La vie de Régine est intéressante dans sa phase ascendante essentiellement, me suis-je dit. Tandis qu'elle me déçut dans la gestion de sa propre fin. Au sens où, après s'être élevée très haut, elle redescendit au niveau du quidam moyen. C'est ainsi que l'immortalité, sous diverses formes, la préoccupera tout autant que le premier inculte venu. Sans rien exagérer, Régine nous entraine dans un tourbillon de lieux, d'époques, de dates qui toutes se chevauchent, s'entremêlent, tel un turnover. Volontairement ou non, Régine met à mal l'ensemble du star-système avec ses coteries, ses mœurs, ses préjugés parfois. C'est pour avoir été "persona non grata" auprès des décideurs en France, qu'elle y demeura si peu connue. Néanmoins, la difficulté de réduire la distance entre les stars et leur public la préoccupera sa vie durant.
De la culture bourgeoise, en revanche, Régine n'en retint bien souvent qu'un certain folklore historique. Sa vision de l'histoire (conventionnelle et scolaire) ne dépassa jamais le contenu des œuvres dont sont tirés "ses opéras". Quant au lecteur, il ne retiendra de l'opéra que c'est surtout une performance vocale d'interprètes. Toutes et tous stakhanovistes des vocalises et des répétitions. Politiquement, Régine admira les personnalités en place, elle cite Pompidou, Chirac etc. Et ne dépassa jamais un anarchisme de droite.

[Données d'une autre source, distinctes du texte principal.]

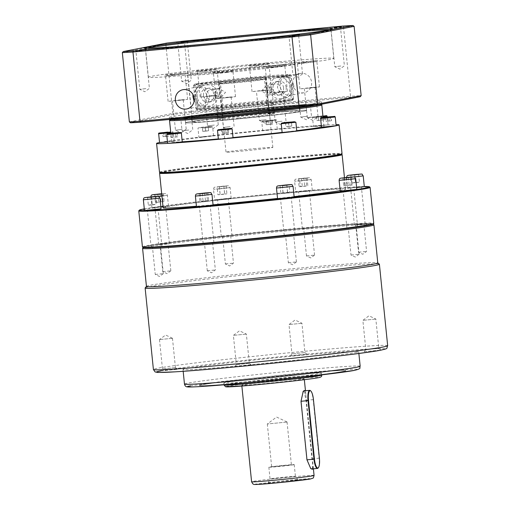 <?xml version="1.0" encoding="UTF-8"?>
<svg xmlns="http://www.w3.org/2000/svg" width="510" height="510" viewBox="0 0 510 510"><rect width="100%" height="100%" fill="white"/><g stroke="black" fill="none" stroke-linecap="round" stroke-linejoin="round"><path stroke-width="0.38" stroke-dasharray="2.55 1.91" d="M271.594 102.402L290.451 100.617L291.293 99.552L288.915 76.137L287.876 75.251L266.182 77.297L264.492 79.426L267.96 113.583A23.549 0.593 -5.8 0 0 268.993 113.379L265.519 79.228L267.214 77.099L288.902 75.046L289.941 75.933L292.326 99.354L291.478 100.419L272.62 102.204L273.711 112.933A28.452 0.714 174.2 0 1 272.684 113.137L271.594 102.402A28.452 0.714 174.2 0 1 237.405 106.329A28.452 0.714 174.2 0 1 216.559 107.75A28.452 0.714 174.2 0 1 217.113 107.553L218.203 118.288A28.452 0.714 174.2 0 1 219.23 118.084L218.14 107.355A28.452 0.714 174.2 0 1 252.329 103.428A28.452 0.714 174.2 0 1 273.175 102A28.452 0.714 174.2 0 1 272.62 102.204M220.486 83.487A23.549 0.593 174.2 0 1 248.663 80.255A23.549 0.593 174.2 0 1 265.914 79.082C266.144 77.711 266.539 77.055 267.1 77.106L267.214 77.099C268.623 76.589 262.548 76.959 248.982 78.209L218.395 81.715L220.486 83.487L223.954 117.638A23.549 0.593 -5.8 0 0 222.927 117.842L219.453 83.691L217.368 81.912L195.681 83.965L194.833 85.03L197.211 108.451L198.256 109.338L217.113 107.553M284.452 198.212L291.235 197.395L284.452 198.212M291.044 234.74L284.261 235.563L291.044 234.74M354.597 187.712L361.38 186.889L354.597 187.712M361.195 224.241L354.412 225.063L361.195 224.241M302.57 191.403L309.353 190.581L302.57 191.403M309.168 227.932L302.379 228.748L309.168 227.932M221.487 199.442L228.27 198.619L221.487 199.442M228.085 235.971L221.295 236.793L228.085 235.971M158.839 207.124L165.629 206.301L158.839 207.124M165.438 243.652L158.655 244.475L165.438 243.652M151.336 209.941L158.119 209.125L151.336 209.941M157.934 246.47L151.151 247.293L157.934 246.47M203.362 206.257L210.152 205.434L203.362 206.257M209.961 242.785L203.178 243.601L209.961 242.785M347.093 190.536L353.876 189.714L347.093 190.536M353.691 227.065L346.902 227.881L353.691 227.065M143.131 247.401A115.674 2.907 174.2 0 1 288.494 229.73A115.674 2.907 174.2 0 1 373.186 224.037M142.43 246.891A116.261 2.926 174.2 0 1 288.596 229.213A116.261 2.926 174.2 0 1 373.766 223.393M138.803 210.808A116.261 2.926 174.2 0 1 284.943 193.207A116.261 2.926 174.2 0 1 370.062 187.317M144.292 208.877A115.674 2.907 174.2 0 1 284.727 192.652A115.674 2.907 174.2 0 1 364.299 186.526M277.567 198.779L294.162 197.096M196.484 206.824L213.078 205.135M144.457 210.509L161.052 208.826M160.867 206.996L151.961 207.691L162.448 206.422L168.555 206.002L163.009 206.767M225.088 198.741L231.196 198.326L214.602 200.009L225.088 198.741M306.172 190.702L295.685 191.97L306.172 190.702M356.617 187.584L347.718 188.279L364.306 186.596M340.208 191.103L356.802 189.414M163.117 207.825A91.736 2.308 174.2 0 1 278.447 193.87A91.736 2.308 174.2 0 1 345.646 189.28A91.736 2.308 174.2 0 1 340.164 190.638M294.111 196.605A91.736 2.308 174.2 0 1 277.536 198.447M159.636 173.107A91.736 2.308 174.2 0 1 274.928 159.235A91.736 2.308 174.2 0 1 342.082 154.575M160.185 172.699A91.143 2.295 174.2 0 1 160.172 172.565A91.143 2.295 174.2 0 1 274.724 158.776A91.143 2.295 174.2 0 1 341.445 154.148A91.143 2.295 174.2 0 1 341.458 154.288M159.502 172.208A91.736 2.308 174.2 0 1 274.826 158.259A91.736 2.308 174.2 0 1 342.031 153.663M159.547 142.526A91.736 2.308 174.2 0 1 159.808 142.475A91.736 2.308 174.2 0 1 202.604 136.731A91.736 2.308 174.2 0 1 271.906 129.47L262.656 130.592L271.906 129.47A91.736 2.308 174.2 0 1 327.108 124.956A91.736 2.308 174.2 0 1 336.02 124.599M336.135 125.747L321.491 127.239M327.108 124.956L313.427 126.435L327.108 124.956M204.306 136.897L213.556 135.781L202.604 136.731L198.913 137.266L204.306 136.897M167.471 141.933L174.19 141.066L168.797 141.436L159.547 142.551M182.255 141.863L167.612 143.355M233.025 137.713L218.388 139.198M218.356 138.924A76.525 1.925 -5.8 0 0 227.766 138.057A76.525 1.925 -5.8 0 0 233.013 137.553M282.113 132.396A76.525 1.925 -5.8 0 0 296.731 130.668M321.485 127.168A76.525 1.925 -5.8 0 0 323.977 126.416A76.525 1.925 -5.8 0 0 267.916 130.248A76.525 1.925 -5.8 0 0 171.704 141.882A76.525 1.925 -5.8 0 0 182.248 141.793M296.769 131.038L282.126 132.523M262.012 113.481A60.83 1.53 -5.8 0 0 185.538 122.731A60.83 1.53 -5.8 0 0 230.099 119.691A60.83 1.53 -5.8 0 0 306.574 110.441A60.83 1.53 -5.8 0 0 262.012 113.481A60.83 1.53 -5.8 0 0 185.538 122.731A60.83 1.53 -5.8 0 0 230.099 119.691A60.83 1.53 -5.8 0 0 306.574 110.441A60.83 1.53 -5.8 0 0 262.012 113.481M261.515 108.605A60.83 1.53 -5.8 0 0 185.041 117.855A60.83 1.53 -5.8 0 0 229.602 114.814A60.83 1.53 -5.8 0 0 306.076 105.564A60.83 1.53 -5.8 0 0 261.515 108.605A60.83 1.53 174.2 0 1 306.076 105.564A60.83 1.53 174.2 0 1 229.602 114.814A60.83 1.53 174.2 0 1 185.041 117.855A60.83 1.53 174.2 0 1 261.515 108.605M306.319 104.55L299.536 105.366L306.319 104.55M307.511 116.255L300.728 117.083L307.511 116.255M264.99 107.929L258.207 108.751L264.99 107.929M266.182 119.64L259.399 120.462L266.182 119.64M213.11 113.36L206.327 114.183L213.11 113.36M214.302 125.071L207.519 125.9L214.302 125.071M181.069 117.663L174.286 118.486L181.069 117.663M182.255 129.374L175.472 130.197L182.255 129.374M228.958 114.935L222.175 115.757L228.958 114.935M230.15 126.646L223.367 127.468L230.15 126.646M280.844 109.503L274.055 110.326L280.844 109.503M282.03 121.214L275.247 122.03L282.03 121.214M312.885 105.2L306.102 106.023L312.885 105.2M314.077 116.911L307.288 117.727L314.077 116.911M187.635 118.32L180.846 119.136L187.635 118.32M188.821 130.024L182.038 130.847L188.821 130.024M238.591 118.039A28.452 0.714 -5.8 0 0 274.361 113.711A28.452 0.714 -5.8 0 0 253.521 115.132A28.452 0.714 -5.8 0 0 217.751 119.461A28.452 0.714 -5.8 0 0 238.591 118.039M255.606 148.563A23.549 0.593 -5.8 0 0 226 152.146A23.549 0.593 -5.8 0 0 243.251 150.966A23.549 0.593 -5.8 0 0 272.85 147.384A23.549 0.593 -5.8 0 0 255.606 148.563M200.895 96.046A6.866 6.617 79 0 1 206.174 88.683A6.866 6.617 79 0 1 214.079 94.796A6.866 6.617 79 0 1 208.8 102.166A6.866 6.617 79 0 1 200.895 96.046M203.471 95.542A6.866 6.617 79 0 1 208.749 88.179A6.866 6.617 79 0 1 216.648 94.299A6.866 6.617 79 0 1 211.369 101.662A6.866 6.617 79 0 1 203.471 95.542M271.339 89.129A4.826 4.647 79 0 1 275.049 83.952A4.826 4.647 79 0 1 280.596 88.249A4.826 4.647 79 0 1 276.892 93.426A4.826 4.647 79 0 1 271.339 89.129M261.573 91.022L266.258 85.661L273.366 89.658L268.33 95.089L261.573 91.022M286.161 87.363A6.866 6.617 -101 0 0 278.262 81.243A6.866 6.617 -101 0 0 272.984 88.612A6.866 6.617 -101 0 0 280.882 94.726A6.866 6.617 -101 0 0 286.161 87.363M283.592 87.867A6.866 6.617 -101 0 0 275.687 81.747A6.866 6.617 -101 0 0 270.408 89.11A6.866 6.617 -101 0 0 278.307 95.23A6.866 6.617 -101 0 0 283.592 87.867M213.696 93.751L220.798 97.748L225.484 92.386L218.726 88.319L213.696 93.751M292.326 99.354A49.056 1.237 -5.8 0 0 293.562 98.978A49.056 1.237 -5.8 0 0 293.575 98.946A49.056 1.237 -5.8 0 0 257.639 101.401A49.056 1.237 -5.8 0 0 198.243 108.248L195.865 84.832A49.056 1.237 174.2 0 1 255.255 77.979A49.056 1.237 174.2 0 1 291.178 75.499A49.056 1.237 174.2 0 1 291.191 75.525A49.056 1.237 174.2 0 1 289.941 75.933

Arrivé à ce stade, je me demandai ce qu'elle avait véritablement appris d'assez original et d'instructif pour nous en entretenir aussi longuement ? Berberova_livreCe, mis à part les quelques platitudes, en vogue à son époque, sur la liberté, la démocratie, le respect de l'autre, le bonheur bourgeois, au sujet de l'amour romanesque, de la culture et tutti quanti ! Guère plus au fond que le quidam moyen, que l'activité professionnelle n'incite pas à se cultiver. Au reste, que fit-elle de sa réussite personnelle et professionnelle, mis à part l'entretenir comme une forcenée, tout en aidant quelques-uns de ses pairs ? Peu de choses. Car, elle a beau faire, se démener comme un beau diable, on la sent éperdument seule. Telle Antigone.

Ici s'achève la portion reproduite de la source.